Another prior art for detection of the overloaded condition of the sewing machine DC motor will involve substantially constant detection of the rotating speed of the motor. When the rotating speed of the motor should be lowered below a predetermined limit, which should be changed in correspondence with the preset rotating speed which may be selectively determined as desired by operation of the controller, a control means is actuated to automatically interrupt power supply to the motor. For example, after the actual rotating speed S has reached the preset rotating speed S1, it would be lowered as from a time T1 due to a load involved, as shown in FIG. 5. In cases shown by curves A to C, the decreased rotating speed is still higher than a predetermined limit S2, the control operation will not be effected so that the motor continues to rotate under the said loaded condition. In a case shown by a curve D, however, the actual rotating speed S is decreased below the limit S2, in which case the motor will be prevented from further power supply. Once the power supply to the motor is interrupted, it will be necessary to again operate the controller or depress a start button for re-driving the motor.
In accordance with the prior art discussed above, there would be a risk of the motor and a motor drive circuit connected thereto being overheated by repeated drive/stop operation, which may result in machine troubles. In some case, a machine component would be destroyed by fire. Moreover, the overloaded condition shown by the curves A to C in FIG. 5, for example, could not be detected by the control system of this prior art. If the motor is driving under such an overloaded condition for a long period of time, there would be a cause of various machine troubles, as well.

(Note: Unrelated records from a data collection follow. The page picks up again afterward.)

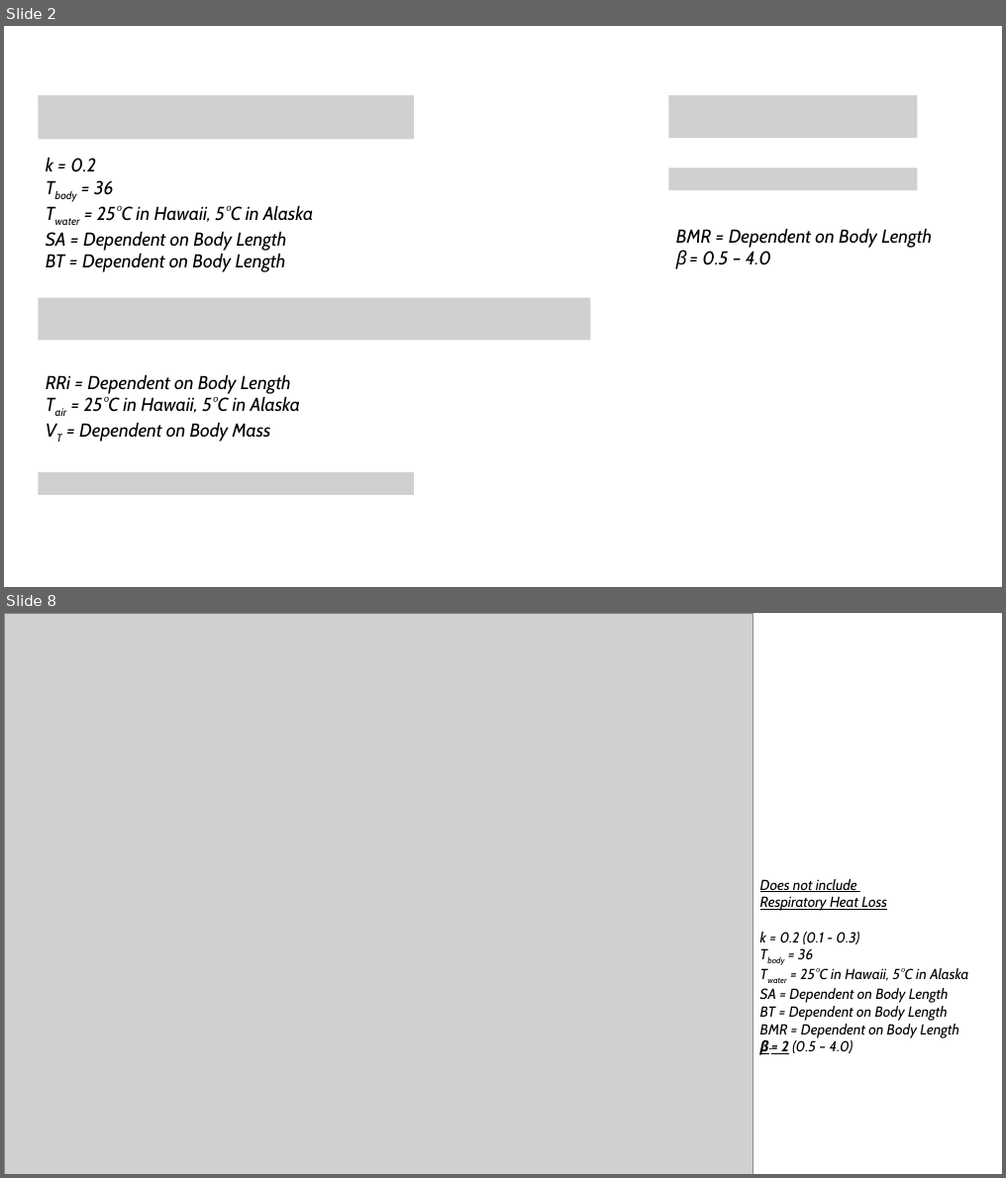
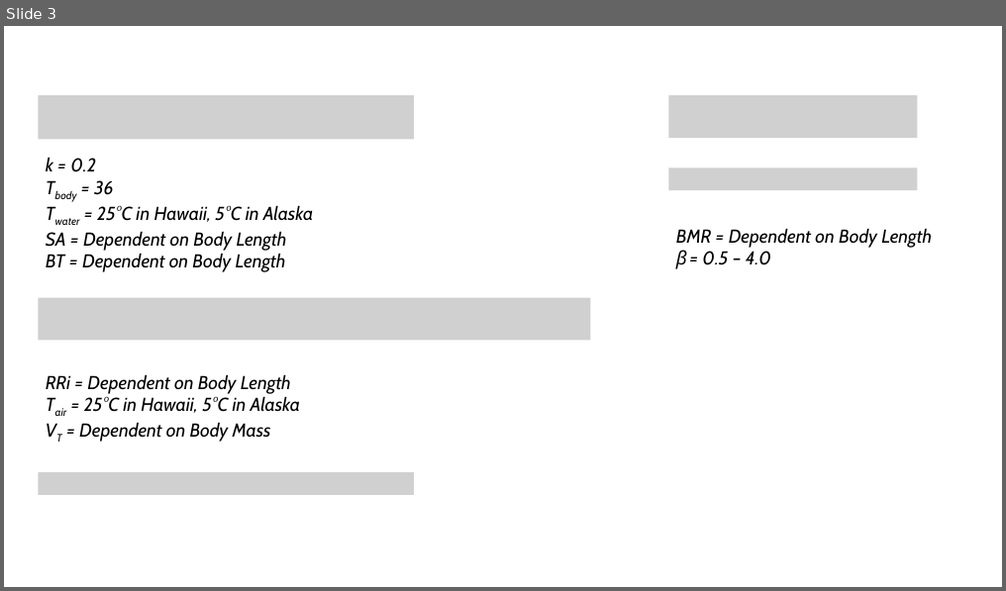
Before and after one commit to wgough/HumpbackHeatLoss, a slide deck: figs/Heat-Loss-Overview.pptx. Shown one above the other, each under a label of ours: slides 2 and 8 before the commit, slide 3 after it; the slides between them are not shown. The pictures are 1006x1178 and 1006x591 pixels, drawn with LibreOffice and Linux fonts; fonts in the diff are those of the drawing; grey boxes stand for pictures. Boxes give left, top, right and bottom in pixels: in the first picture for what was removed or moved away, otherwise in the second. Text is boxed around its words. In the diff, an @@ line names an element or a change of style, - is before the commit and + after.

```diff
--- a/figs/Heat-Loss-Overview.pptx
+++ b/figs/Heat-Loss-Overview.pptx
@@ slide 8 removed at (4,613,1002,1174), background #FFFFFF @@
@@ picture removed at (4,613,752,1174) @@
@@ text removed at (760,879,968,1057) @@
-Does not include
-Respiratory Heat Loss
-k = 0.2 (0.1 - 0.3)
-Tbody = 36
-Twater = 25°C in Hawaii, 5°C in Alaska
-SA = Dependent on Body Length
-BT = Dependent on Body Length
-BMR = Dependent on Body Length
-β = 2 (0.5 – 4.0)
@@ what was slide 2 is now slide 3 @@
```
Also in this commit, not shown: 2 slides changed, 2 slides added, 2 other slides removed, 21 other files.

It could be considered that a temperature sensor be arranged for detecting a temperature rise of the sewing machine motor during continuous driving thereof. In practice, the temperature sensor could not be mounted within the motor but is attached to the outer periphery. However, as clearly demonstrated by the graph in FIG. 6, the temperature sensor attached to the outside of the motor could not detect an actual temperature rise occurring inside the motor.